▸ **Problem to solve**
Listed below are entries; give the number of lines among them that include "from", and only that number.
▶
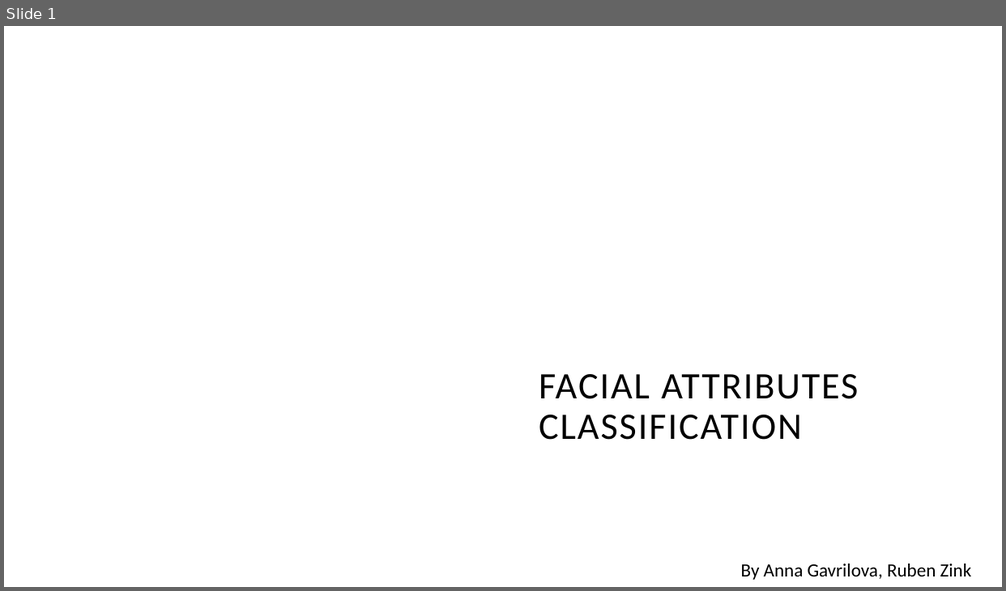
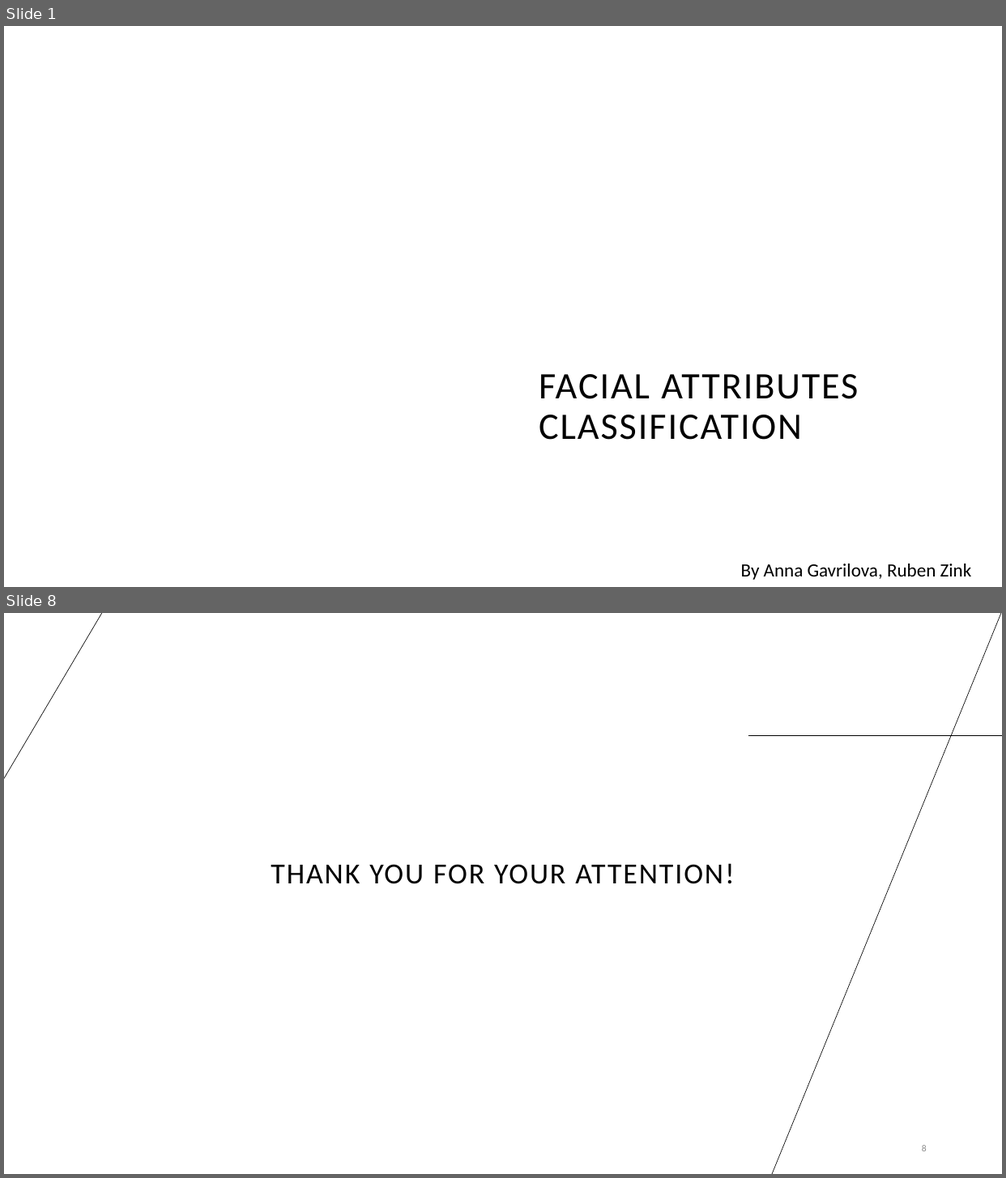
Before and after one commit to 176567/DeepLearningProject, a slide deck: FACIALATTRIBUTES-DL.pptx. Shown one above the other, each under a label of ours: slide 1 before the commit, slides 1 and 8 after it; the slides between them are not shown. The pictures are 1006x591 and 1006x1178 pixels, drawn with LibreOffice and Linux fonts; fonts in the diff are those of the drawing; background and template pictures are left out. Boxes give left, top, right and bottom in pixels: in the first picture for what was removed or moved away, otherwise in the second. Text is boxed around its words. In the diff, an @@ line names an element or a change of style, - is before the commit and + after.

```diff
--- a/FACIALATTRIBUTES-DL.pptx
+++ b/FACIALATTRIBUTES-DL.pptx
@@ slide 8 added at [4,613,1002,1174], background #FFFFFF @@
@@ line added from (4, 778) to (103, 613), #000000 0.5 pt @@
@@ line added from (1002, 613) to (772, 1174), #000000 0.5 pt @@
@@ line added from (749, 736) to (1002, 736), #000000 0.5 pt @@
@@ title added at [270,863,734,884], 28 pt, text #000000 @@
+THANK YOU FOR YOUR ATTENTION!
@@ page number added at [922,1145,927,1152], 9 pt, text #8C8C8C @@
+8
```
Also in this commit, not shown: 1 slide changed, 5 other slides added, 1 slide removed.
◀
▸ **Solved exercise**
3